Recorded information:
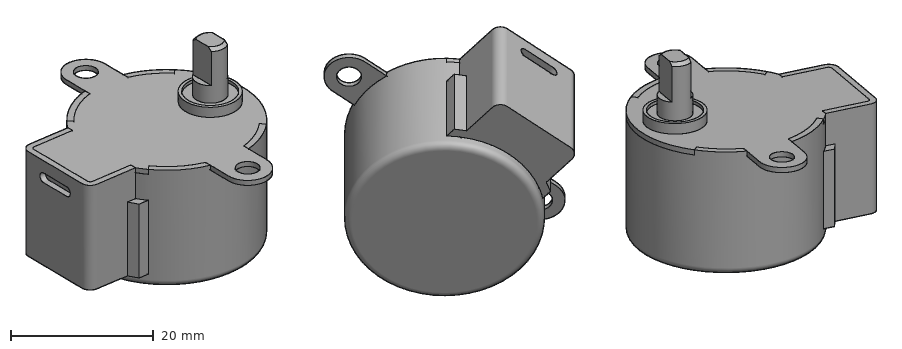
import cadquery as cq
import math

overall_length = 42.0
overall_height = 29.0

can_diameter = 28.0
can_height = 19.0
can_bottom_fillet = 1.0
wall = 1.0

plate_thickness = 0.8
ear_width = 7.0
ear_hole_diameter = 3.5
rear_lug_half_angle = 45.0
front_lug_half_width = 8.8
lug_end_angle = 45.0

cover_width = 14.6
cover_reach = 20.5
cover_bottom = 2.0
cover_corner_radius = 1.5
wing_top = 14.0
wing_outer_edge_y = -12.55
wing_face_angle = 30.0
slot_length = 6.55
slot_height = 1.55
slot_middle_z = 16.2

boss_diameter = 9.0
boss_height = 1.65
boss_recess_diameter = 8.0
boss_recess_depth = 0.5

shaft_diameter = 5.0
shaft_offset_y = 8.0
shaft_chamfer = 0.5
flat_spacing = 3.0
flat_length = 6.0

can_radius = can_diameter / 2
plate_bottom = can_height - plate_thickness
ear_center_x = (overall_length - ear_width) / 2
cover_half_width = cover_width / 2
cover_back_y = -math.sqrt(can_radius**2 - cover_half_width**2)
wing_half_span = front_lug_half_width
wing_overhang = wing_half_span - cover_half_width
wing_root_y = wing_outer_edge_y - wing_overhang * math.tan(math.radians(wing_face_angle))
rear_lug_half_width = can_radius * math.sin(math.radians(rear_lug_half_angle))


def disc(radius, bottom, height):
    """Cylinder on the can axis."""
    return cq.Workplane("XY").workplane(offset=bottom).circle(radius).extrude(height)


def cover_block(inset, bottom):
    """Block filling the wire cover outline, moved inward by inset, up to the can top."""
    front_y = inset - cover_reach
    return (
        cq.Workplane("XY")
        .box(
            cover_width - 2 * inset,
            cover_back_y - front_y,
            can_height - bottom,
            centered=(True, False, False),
        )
        .translate((0, front_y, bottom))
        .edges("|Z and <Y")
        .fillet(cover_corner_radius - inset)
    )


def rim_lug(half_width, direction):
    """Wedge of the plate that reaches the outside of the can; direction is +1 for +Y, -1 for -Y."""
    corner_y = math.sqrt(can_radius**2 - half_width**2)
    apex_y = corner_y - half_width / math.tan(math.radians(lug_end_angle))
    return (
        cq.Workplane("XY")
        .workplane(offset=plate_bottom)
        .moveTo(0, direction * apex_y)
        .lineTo(-half_width, direction * corner_y)
        .threePointArc((0, direction * can_radius), (half_width, direction * corner_y))
        .close()
        .extrude(plate_thickness)
    )


def make_plate():
    """Cover plate with two ears, two rim lugs and a tab that closes the wire cover."""
    ears = (
        cq.Workplane("XY")
        .workplane(offset=plate_bottom)
        .slot2D(overall_length, ear_width)
        .extrude(plate_thickness)
    )
    front_lug = rim_lug(front_lug_half_width, -1).cut(cover_block(0, cover_bottom))
    return (
        disc(can_radius - wall, plate_bottom, plate_thickness)
        .cut(cover_block(0, cover_bottom))
        .union(ears)
        .union(rim_lug(rear_lug_half_width, 1))
        .union(front_lug)
        .union(cover_block(wall, plate_bottom))
        .faces(">Z")
        .workplane(origin=(0, 0, can_height))
        .pushPoints([(-ear_center_x, 0), (ear_center_x, 0)])
        .hole(ear_hole_diameter)
    )


def make_can(plate):
    """Round motor can with a seat for the plate and a flat seat for the wire cover."""
    return (
        disc(can_radius, 0, can_height)
        .faces("<Z")
        .edges()
        .fillet(can_bottom_fillet)
        .cut(cover_block(0, cover_bottom))
        .cut(plate)
    )


def make_wire_cover(plate):
    """Box on the front of the can, with a wing on each side and a blind slot in its face."""
    wings = (
        cq.Workplane("XY")
        .workplane(offset=cover_bottom)
        .moveTo(-wing_half_span, 0)
        .lineTo(-wing_half_span, wing_outer_edge_y)
        .lineTo(-cover_half_width, wing_root_y)
        .lineTo(cover_half_width, wing_root_y)
        .lineTo(wing_half_span, wing_outer_edge_y)
        .lineTo(wing_half_span, 0)
        .close()
        .extrude(wing_top - cover_bottom)
        .cut(disc(can_radius, 0, can_height))
    )
    slot = (
        cq.Workplane("XZ", origin=(0, -cover_reach, slot_middle_z))
        .slot2D(slot_length, slot_height)
        .extrude(-wall)
    )
    return cover_block(0, cover_bottom).union(wings).cut(slot).cut(plate)


def make_boss():
    """Bushing on the plate, with a shallow recess in its top and a bore for the shaft."""
    return (
        cq.Workplane("XY", origin=(0, shaft_offset_y, can_height))
        .circle(boss_diameter / 2)
        .extrude(boss_height)
        .faces(">Z")
        .workplane()
        .hole(boss_recess_diameter, boss_recess_depth)
        .faces(">Z")
        .workplane()
        .hole(shaft_diameter)
    )


def make_shaft():
    """Output shaft standing on the plate, with a chamfered tip and two flats."""
    flat_bottom = overall_height - flat_length
    shaft = (
        cq.Workplane("XY", origin=(0, shaft_offset_y, can_height))
        .circle(shaft_diameter / 2)
        .extrude(overall_height - can_height)
        .faces(">Z")
        .chamfer(shaft_chamfer)
    )
    for side in (-1, 1):
        flat_cut = (
            cq.Workplane("XY")
            .box(shaft_diameter, shaft_diameter, flat_length, centered=(True, True, False))
            .translate((0, shaft_offset_y + side * (flat_spacing + shaft_diameter) / 2, flat_bottom))
        )
        shaft = shaft.cut(flat_cut)
    return shaft


plate = make_plate()
can = make_can(plate)
wire_cover = make_wire_cover(plate)
boss = make_boss()
shaft = make_shaft()

bodies = [can, plate, wire_cover, boss, shaft]
result = cq.Compound.makeCompound([body.solids().val() for body in bodies])

Directions:
Reproduce the material exactly; omit the pictures.

Result below:
import cadquery as cq
import math

overall_length = 42.0
overall_height = 29.0

can_diameter = 28.0
can_height = 19.0
can_bottom_fillet = 1.0
wall = 1.0

plate_thickness = 0.8
ear_width = 7.0
ear_hole_diameter = 3.5
rear_lug_half_angle = 45.0
front_lug_half_width = 8.8
lug_end_angle = 45.0

cover_width = 14.6
cover_reach = 20.5
cover_bottom = 2.0
cover_corner_radius = 1.5
wing_top = 14.0
wing_outer_edge_y = -12.55
wing_face_angle = 30.0
slot_length = 6.55
slot_height = 1.55
slot_middle_z = 16.2

boss_diameter = 9.0
boss_height = 1.65
boss_recess_diameter = 8.0
boss_recess_depth = 0.5

shaft_diameter = 5.0
shaft_offset_y = 8.0
shaft_chamfer = 0.5
flat_spacing = 3.0
flat_length = 6.0

can_radius = can_diameter / 2
plate_bottom = can_height - plate_thickness
ear_center_x = (overall_length - ear_width) / 2
cover_half_width = cover_width / 2
cover_back_y = -math.sqrt(can_radius**2 - cover_half_width**2)
wing_half_span = front_lug_half_width
wing_overhang = wing_half_span - cover_half_width
wing_root_y = wing_outer_edge_y - wing_overhang * math.tan(math.radians(wing_face_angle))
rear_lug_half_width = can_radius * math.sin(math.radians(rear_lug_half_angle))


def disc(radius, bottom, height):
    """Cylinder on the can axis."""
    return cq.Workplane("XY").workplane(offset=bottom).circle(radius).extrude(height)


def cover_block(inset, bottom):
    """Block filling the wire cover outline, moved inward by inset, up to the can top."""
    front_y = inset - cover_reach
    return (
        cq.Workplane("XY")
        .box(
            cover_width - 2 * inset,
            cover_back_y - front_y,
            can_height - bottom,
            centered=(True, False, False),
        )
        .translate((0, front_y, bottom))
        .edges("|Z and <Y")
        .fillet(cover_corner_radius - inset)
    )


def rim_lug(half_width, direction):
    """Wedge of the plate that reaches the outside of the can; direction is +1 for +Y, -1 for -Y."""
    corner_y = math.sqrt(can_radius**2 - half_width**2)
    apex_y = corner_y - half_width / math.tan(math.radians(lug_end_angle))
    return (
        cq.Workplane("XY")
        .workplane(offset=plate_bottom)
        .moveTo(0, direction * apex_y)
        .lineTo(-half_width, direction * corner_y)
        .threePointArc((0, direction * can_radius), (half_width, direction * corner_y))
        .close()
        .extrude(plate_thickness)
    )


def make_plate():
    """Cover plate with two ears, two rim lugs and a tab that closes the wire cover."""
    ears = (
        cq.Workplane("XY")
        .workplane(offset=plate_bottom)
        .slot2D(overall_length, ear_width)
        .extrude(plate_thickness)
    )
    front_lug = rim_lug(front_lug_half_width, -1).cut(cover_block(0, cover_bottom))
    return (
        disc(can_radius - wall, plate_bottom, plate_thickness)
        .cut(cover_block(0, cover_bottom))
        .union(ears)
        .union(rim_lug(rear_lug_half_width, 1))
        .union(front_lug)
        .union(cover_block(wall, plate_bottom))
        .faces(">Z")
        .workplane(origin=(0, 0, can_height))
        .pushPoints([(-ear_center_x, 0), (ear_center_x, 0)])
        .hole(ear_hole_diameter)
    )


def make_can(plate):
    """Round motor can with a seat for the plate and a flat seat for the wire cover."""
    return (
        disc(can_radius, 0, can_height)
        .faces("<Z")
        .edges()
        .fillet(can_bottom_fillet)
        .cut(cover_block(0, cover_bottom))
        .cut(plate)
    )


def make_wire_cover(plate):
    """Box on the front of the can, with a wing on each side and a blind slot in its face."""
    wings = (
        cq.Workplane("XY")
        .workplane(offset=cover_bottom)
        .moveTo(-wing_half_span, 0)
        .lineTo(-wing_half_span, wing_outer_edge_y)
        .lineTo(-cover_half_width, wing_root_y)
        .lineTo(cover_half_width, wing_root_y)
        .lineTo(wing_half_span, wing_outer_edge_y)
        .lineTo(wing_half_span, 0)
        .close()
        .extrude(wing_top - cover_bottom)
        .cut(disc(can_radius, 0, can_height))
    )
    slot = (
        cq.Workplane("XZ", origin=(0, -cover_reach, slot_middle_z))
        .slot2D(slot_length, slot_height)
        .extrude(-wall)
    )
    return cover_block(0, cover_bottom).union(wings).cut(slot).cut(plate)


def make_boss():
    """Bushing on the plate, with a shallow recess in its top and a bore for the shaft."""
    return (
        cq.Workplane("XY", origin=(0, shaft_offset_y, can_height))
        .circle(boss_diameter / 2)
        .extrude(boss_height)
        .faces(">Z")
        .workplane()
        .hole(boss_recess_diameter, boss_recess_depth)
        .faces(">Z")
        .workplane()
        .hole(shaft_diameter)
    )


def make_shaft():
    """Output shaft standing on the plate, with a chamfered tip and two flats."""
    flat_bottom = overall_height - flat_length
    shaft = (
        cq.Workplane("XY", origin=(0, shaft_offset_y, can_height))
        .circle(shaft_diameter / 2)
        .extrude(overall_height - can_height)
        .faces(">Z")
        .chamfer(shaft_chamfer)
    )
    for side in (-1, 1):
        flat_cut = (
            cq.Workplane("XY")
            .box(shaft_diameter, shaft_diameter, flat_length, centered=(True, True, False))
            .translate((0, shaft_offset_y + side * (flat_spacing + shaft_diameter) / 2, flat_bottom))
        )
        shaft = shaft.cut(flat_cut)
    return shaft


plate = make_plate()
can = make_can(plate)
wire_cover = make_wire_cover(plate)
boss = make_boss()
shaft = make_shaft()

bodies = [can, plate, wire_cover, boss, shaft]
result = cq.Compound.makeCompound([body.solids().val() for body in bodies])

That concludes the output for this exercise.